Institutional rot is at the core of Ukraine’s problem. The officials charged with enforcing Ukraine’s anti-corruption efforts are themselves compromised. Ukraine’s Prime Minister recognized this issue when he admitted last year that, “The weakest link in our fight against corruption are the Ukrainian courts.” Despite an initiative that requires judges and other public sector workers to detail their wealth in an online database, judges continue to drive Porsches and receive large sums of cash to influence judicial decisions.  One-third (24 of 68) of the criminal cases sent by the National Anti-corruption Agency of Ukraine (NABU) and the Specialized Anti-corruption Prosecutor’s Office (SAPO) to courts remain stalled for over one year.  

The senior leadership of Ukraine’s Anti-Corruption Action Center, which has received significant funding support from the U.S. government, has profited from sweetheart deals and kickbacks.  Its Director, Vitaly Shabunin, earns $34,000 according to his tax filing.  In 2010, he bought an apartment for $60,000.  In 2014, he acquired land near Kiev for $20,000.  In 2016, he sold his apartment for $34,000 and built a house for $83,000.  All properties are registered in his wife’s name and there are no mortgages on the properties. 

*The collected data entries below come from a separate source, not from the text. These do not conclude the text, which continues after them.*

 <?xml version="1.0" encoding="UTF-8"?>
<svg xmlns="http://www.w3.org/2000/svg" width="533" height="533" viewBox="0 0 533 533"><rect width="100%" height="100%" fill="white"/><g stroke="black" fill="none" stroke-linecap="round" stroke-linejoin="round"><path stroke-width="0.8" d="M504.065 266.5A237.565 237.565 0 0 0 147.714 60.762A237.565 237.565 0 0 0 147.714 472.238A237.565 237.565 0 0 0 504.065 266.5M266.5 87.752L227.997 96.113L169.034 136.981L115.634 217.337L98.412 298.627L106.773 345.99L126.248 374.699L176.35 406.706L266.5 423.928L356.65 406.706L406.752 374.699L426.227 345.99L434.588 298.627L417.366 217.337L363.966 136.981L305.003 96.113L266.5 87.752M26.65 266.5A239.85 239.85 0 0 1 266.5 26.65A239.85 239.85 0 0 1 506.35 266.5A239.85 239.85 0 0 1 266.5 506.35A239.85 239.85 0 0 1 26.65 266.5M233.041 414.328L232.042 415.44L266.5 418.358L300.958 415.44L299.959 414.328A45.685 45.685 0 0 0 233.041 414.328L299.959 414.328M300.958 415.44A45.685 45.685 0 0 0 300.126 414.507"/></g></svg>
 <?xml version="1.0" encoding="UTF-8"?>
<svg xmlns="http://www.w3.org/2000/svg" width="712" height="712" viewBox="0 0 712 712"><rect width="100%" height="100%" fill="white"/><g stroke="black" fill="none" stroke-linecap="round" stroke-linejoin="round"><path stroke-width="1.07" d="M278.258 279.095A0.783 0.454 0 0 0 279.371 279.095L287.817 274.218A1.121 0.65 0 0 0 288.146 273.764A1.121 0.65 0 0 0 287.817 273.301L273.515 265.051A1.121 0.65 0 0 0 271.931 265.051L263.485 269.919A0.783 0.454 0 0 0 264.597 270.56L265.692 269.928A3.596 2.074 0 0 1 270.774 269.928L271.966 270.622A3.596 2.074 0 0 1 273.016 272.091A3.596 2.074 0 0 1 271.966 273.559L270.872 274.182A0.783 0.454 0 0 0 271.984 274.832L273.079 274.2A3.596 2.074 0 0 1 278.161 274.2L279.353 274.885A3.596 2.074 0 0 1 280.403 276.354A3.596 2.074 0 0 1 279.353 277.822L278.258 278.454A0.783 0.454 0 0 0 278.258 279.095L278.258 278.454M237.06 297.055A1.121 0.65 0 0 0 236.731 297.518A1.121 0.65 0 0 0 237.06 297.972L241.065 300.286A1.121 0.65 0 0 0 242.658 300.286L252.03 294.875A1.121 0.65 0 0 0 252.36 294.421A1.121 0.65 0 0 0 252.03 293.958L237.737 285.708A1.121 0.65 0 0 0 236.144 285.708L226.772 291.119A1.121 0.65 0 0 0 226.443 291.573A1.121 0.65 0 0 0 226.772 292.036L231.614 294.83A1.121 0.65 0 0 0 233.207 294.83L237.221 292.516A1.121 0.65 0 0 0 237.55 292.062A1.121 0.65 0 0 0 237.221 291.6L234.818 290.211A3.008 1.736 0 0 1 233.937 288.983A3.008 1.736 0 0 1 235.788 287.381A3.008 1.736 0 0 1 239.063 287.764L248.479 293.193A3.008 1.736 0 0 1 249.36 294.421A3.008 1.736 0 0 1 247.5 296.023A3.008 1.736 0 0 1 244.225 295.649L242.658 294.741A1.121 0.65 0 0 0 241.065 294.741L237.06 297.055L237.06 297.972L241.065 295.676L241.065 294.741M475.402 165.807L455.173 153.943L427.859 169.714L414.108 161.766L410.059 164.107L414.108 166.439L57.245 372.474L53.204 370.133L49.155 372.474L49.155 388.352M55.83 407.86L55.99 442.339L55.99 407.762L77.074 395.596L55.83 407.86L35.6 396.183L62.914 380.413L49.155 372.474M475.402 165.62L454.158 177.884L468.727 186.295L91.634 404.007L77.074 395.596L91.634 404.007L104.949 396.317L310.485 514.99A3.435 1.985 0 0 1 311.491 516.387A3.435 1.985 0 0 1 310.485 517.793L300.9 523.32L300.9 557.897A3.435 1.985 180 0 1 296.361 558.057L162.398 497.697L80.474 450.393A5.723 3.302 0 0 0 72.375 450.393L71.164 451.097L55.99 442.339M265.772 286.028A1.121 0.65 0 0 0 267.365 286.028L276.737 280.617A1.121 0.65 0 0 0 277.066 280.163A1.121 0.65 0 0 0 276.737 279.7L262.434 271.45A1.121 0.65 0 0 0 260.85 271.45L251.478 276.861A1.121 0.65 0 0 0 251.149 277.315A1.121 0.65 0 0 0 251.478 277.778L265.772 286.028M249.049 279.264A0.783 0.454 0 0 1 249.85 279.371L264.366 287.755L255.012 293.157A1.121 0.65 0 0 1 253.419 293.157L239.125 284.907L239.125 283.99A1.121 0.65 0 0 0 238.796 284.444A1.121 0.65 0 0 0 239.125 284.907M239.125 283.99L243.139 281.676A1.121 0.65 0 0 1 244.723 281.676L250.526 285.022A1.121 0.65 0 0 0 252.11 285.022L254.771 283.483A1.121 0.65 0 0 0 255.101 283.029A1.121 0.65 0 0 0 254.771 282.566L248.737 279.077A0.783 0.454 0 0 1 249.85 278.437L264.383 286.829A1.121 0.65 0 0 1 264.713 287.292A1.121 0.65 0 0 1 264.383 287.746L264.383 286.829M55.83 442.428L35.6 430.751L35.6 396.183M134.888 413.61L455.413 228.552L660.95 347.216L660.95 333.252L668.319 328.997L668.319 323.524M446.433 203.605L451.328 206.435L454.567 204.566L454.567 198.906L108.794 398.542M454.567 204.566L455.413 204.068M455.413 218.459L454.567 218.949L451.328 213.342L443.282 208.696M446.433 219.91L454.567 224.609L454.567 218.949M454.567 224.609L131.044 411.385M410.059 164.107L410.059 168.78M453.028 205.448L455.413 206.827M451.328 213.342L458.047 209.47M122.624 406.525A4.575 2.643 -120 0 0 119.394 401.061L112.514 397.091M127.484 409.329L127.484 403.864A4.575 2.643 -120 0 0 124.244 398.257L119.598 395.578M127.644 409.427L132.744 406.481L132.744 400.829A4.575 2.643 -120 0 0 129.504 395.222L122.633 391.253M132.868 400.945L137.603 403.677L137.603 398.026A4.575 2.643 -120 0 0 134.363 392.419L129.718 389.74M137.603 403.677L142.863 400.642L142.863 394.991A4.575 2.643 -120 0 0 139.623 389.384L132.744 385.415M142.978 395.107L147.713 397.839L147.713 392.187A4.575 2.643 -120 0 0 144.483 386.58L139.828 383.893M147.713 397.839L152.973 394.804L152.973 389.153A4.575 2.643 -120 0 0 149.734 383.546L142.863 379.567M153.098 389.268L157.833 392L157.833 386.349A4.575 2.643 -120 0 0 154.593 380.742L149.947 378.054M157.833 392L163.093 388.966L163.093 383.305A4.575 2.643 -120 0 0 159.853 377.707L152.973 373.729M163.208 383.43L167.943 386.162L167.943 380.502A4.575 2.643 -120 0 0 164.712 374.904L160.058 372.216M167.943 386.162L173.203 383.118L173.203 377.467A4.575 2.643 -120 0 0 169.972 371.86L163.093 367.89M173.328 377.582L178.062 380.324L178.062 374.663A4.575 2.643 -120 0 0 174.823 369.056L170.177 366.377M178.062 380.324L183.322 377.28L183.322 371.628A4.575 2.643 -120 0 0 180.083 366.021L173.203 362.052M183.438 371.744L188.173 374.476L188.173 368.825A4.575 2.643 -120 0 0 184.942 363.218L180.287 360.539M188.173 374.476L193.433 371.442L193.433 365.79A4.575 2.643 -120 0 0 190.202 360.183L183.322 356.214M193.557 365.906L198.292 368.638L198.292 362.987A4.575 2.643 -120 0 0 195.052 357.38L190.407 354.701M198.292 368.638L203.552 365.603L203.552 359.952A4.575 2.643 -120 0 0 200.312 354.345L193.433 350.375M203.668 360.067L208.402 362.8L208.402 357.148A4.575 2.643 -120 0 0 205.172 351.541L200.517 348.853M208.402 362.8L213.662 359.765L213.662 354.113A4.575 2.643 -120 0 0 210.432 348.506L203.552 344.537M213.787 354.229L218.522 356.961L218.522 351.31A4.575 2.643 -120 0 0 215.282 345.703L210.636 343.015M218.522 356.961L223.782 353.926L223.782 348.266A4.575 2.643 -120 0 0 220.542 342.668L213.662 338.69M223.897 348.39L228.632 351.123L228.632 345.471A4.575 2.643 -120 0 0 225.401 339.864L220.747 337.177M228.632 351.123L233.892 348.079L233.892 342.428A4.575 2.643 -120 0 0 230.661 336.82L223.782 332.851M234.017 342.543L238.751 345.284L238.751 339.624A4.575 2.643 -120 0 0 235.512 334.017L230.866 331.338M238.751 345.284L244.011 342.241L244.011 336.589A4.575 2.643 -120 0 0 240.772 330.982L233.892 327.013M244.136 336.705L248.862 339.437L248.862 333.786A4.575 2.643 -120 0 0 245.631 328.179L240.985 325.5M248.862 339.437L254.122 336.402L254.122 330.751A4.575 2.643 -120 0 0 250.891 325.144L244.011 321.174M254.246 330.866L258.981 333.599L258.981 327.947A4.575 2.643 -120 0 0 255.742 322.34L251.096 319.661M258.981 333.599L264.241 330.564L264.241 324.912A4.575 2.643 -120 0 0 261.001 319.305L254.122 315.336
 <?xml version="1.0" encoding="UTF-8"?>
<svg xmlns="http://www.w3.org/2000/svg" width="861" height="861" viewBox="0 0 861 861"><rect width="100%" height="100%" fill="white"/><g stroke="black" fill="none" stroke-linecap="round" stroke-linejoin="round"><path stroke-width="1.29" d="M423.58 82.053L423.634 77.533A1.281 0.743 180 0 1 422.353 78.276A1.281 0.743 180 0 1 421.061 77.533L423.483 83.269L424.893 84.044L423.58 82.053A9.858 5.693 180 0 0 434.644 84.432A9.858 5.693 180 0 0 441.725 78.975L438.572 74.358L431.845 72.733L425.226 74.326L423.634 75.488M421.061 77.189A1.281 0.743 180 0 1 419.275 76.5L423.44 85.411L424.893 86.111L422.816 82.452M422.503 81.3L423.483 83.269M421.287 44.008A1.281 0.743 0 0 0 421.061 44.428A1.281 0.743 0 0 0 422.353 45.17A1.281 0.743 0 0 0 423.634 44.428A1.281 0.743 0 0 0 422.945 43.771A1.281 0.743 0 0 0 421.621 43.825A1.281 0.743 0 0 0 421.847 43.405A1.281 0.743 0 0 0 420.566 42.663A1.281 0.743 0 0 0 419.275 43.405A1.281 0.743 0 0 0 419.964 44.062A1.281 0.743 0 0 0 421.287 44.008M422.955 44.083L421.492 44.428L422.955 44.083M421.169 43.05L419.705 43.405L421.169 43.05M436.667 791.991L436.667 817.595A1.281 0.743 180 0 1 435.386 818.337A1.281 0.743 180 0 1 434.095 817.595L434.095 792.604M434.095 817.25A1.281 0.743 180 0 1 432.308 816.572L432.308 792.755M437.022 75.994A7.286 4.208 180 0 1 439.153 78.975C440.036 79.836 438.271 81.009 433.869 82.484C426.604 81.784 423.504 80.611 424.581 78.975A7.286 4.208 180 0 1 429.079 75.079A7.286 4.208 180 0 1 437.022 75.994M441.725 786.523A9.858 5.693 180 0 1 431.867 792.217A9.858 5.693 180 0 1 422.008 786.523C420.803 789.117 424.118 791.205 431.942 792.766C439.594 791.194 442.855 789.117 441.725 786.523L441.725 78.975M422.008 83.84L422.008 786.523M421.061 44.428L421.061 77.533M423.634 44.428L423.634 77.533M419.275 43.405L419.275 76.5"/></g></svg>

Politically motivated state-sponsored gangsterism has also had a chilling effect on Ukraine’s investment climate.  In April 2017, Ukraine’s state security service raided the Kiev offices of Dragon Capital, one of the country's largest investment banks, over the alleged use of illegal software. Prime Minister Volodymyr Groysman interrupted a cabinet meeting to express his surprise at the news of the raid on Dragon Capital, which he warned could affect investor sentiment. Dragon Capital CEO Tomas Fiala said the searches were part of a government-backed effort to pressure the bank, whose assets had been seized by allies of President Petro Poroshenko such as Ukrainian lawmaker Oleksandr Granovsky.

In another long-running legal battle, American citizens Ilya and Vadim Segal allege that Ukrainian oligarch billionaire Dmitry Firtash (being extradited to the US to face bribery charges ) and his DF Group allegedly supported  by MP Ivan Fursin and by Sergei Levochkin (former head of the Administration of President Yanukovich and Firtash partner at Inter News Channel) seized a $50 million soybean plant they owned through “a campaign of fraud, physical threats, coercion and corruption.” After a series of legal victories, the Segal brothers still struggle to get access to their factory.

In his meeting with Ukrainian President Poroshenko last June, Vice President Pence stressed the importance of “continued reforms to fight corruption, improve the business climate, and keep Ukraine's International Monetary Fund program on track.” This anodyne-sounding advice goes to the heart of Ukraine’s national epidemic.  Curing the cancer of corruption will require radical surgery and The Global Magnitsky Human Rights Accountability Act might be one of the options to punish corrupted foreign officials.